*DATA TO PROCESS*.
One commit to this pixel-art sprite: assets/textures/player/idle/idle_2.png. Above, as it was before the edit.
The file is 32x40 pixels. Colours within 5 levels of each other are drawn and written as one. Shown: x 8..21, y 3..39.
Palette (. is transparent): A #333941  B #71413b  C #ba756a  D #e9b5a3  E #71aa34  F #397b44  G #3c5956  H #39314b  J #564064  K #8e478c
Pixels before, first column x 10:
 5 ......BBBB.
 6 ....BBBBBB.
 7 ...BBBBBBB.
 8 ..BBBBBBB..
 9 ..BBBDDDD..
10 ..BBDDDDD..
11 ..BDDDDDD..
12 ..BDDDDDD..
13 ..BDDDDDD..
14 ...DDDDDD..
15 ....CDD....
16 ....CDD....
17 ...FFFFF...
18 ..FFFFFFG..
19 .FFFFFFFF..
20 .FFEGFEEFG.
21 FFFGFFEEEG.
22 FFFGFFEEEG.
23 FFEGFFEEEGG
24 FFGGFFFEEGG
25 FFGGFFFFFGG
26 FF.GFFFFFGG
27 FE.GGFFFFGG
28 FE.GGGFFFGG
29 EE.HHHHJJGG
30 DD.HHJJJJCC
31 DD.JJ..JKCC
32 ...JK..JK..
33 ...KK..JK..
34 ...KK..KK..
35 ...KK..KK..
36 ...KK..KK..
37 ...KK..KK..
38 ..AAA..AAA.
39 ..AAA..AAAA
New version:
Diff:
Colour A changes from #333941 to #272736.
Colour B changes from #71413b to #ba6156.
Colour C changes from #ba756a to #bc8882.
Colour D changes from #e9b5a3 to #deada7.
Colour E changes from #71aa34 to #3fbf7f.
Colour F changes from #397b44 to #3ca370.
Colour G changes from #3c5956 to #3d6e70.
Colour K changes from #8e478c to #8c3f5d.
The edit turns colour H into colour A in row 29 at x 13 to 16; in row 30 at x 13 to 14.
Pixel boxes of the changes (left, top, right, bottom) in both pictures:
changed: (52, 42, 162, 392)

*INSTRUCTIONS TO FOLLOW*.
Give back exactly the lines running from the line that has "Colour B changes from #71413b to #ba6156." to the end of the entries above.

*YOUR RESPONSE*.
Colour B changes from #71413b to #ba6156.
Colour C changes from #ba756a to #bc8882.
Colour D changes from #e9b5a3 to #deada7.
Colour E changes from #71aa34 to #3fbf7f.
Colour F changes from #397b44 to #3ca370.
Colour G changes from #3c5956 to #3d6e70.
Colour K changes from #8e478c to #8c3f5d.
The edit turns colour H into colour A in row 29 at x 13 to 16; in row 30 at x 13 to 14.
Pixel boxes of the changes (left, top, right, bottom) in both pictures:
changed: (52, 42, 162, 392)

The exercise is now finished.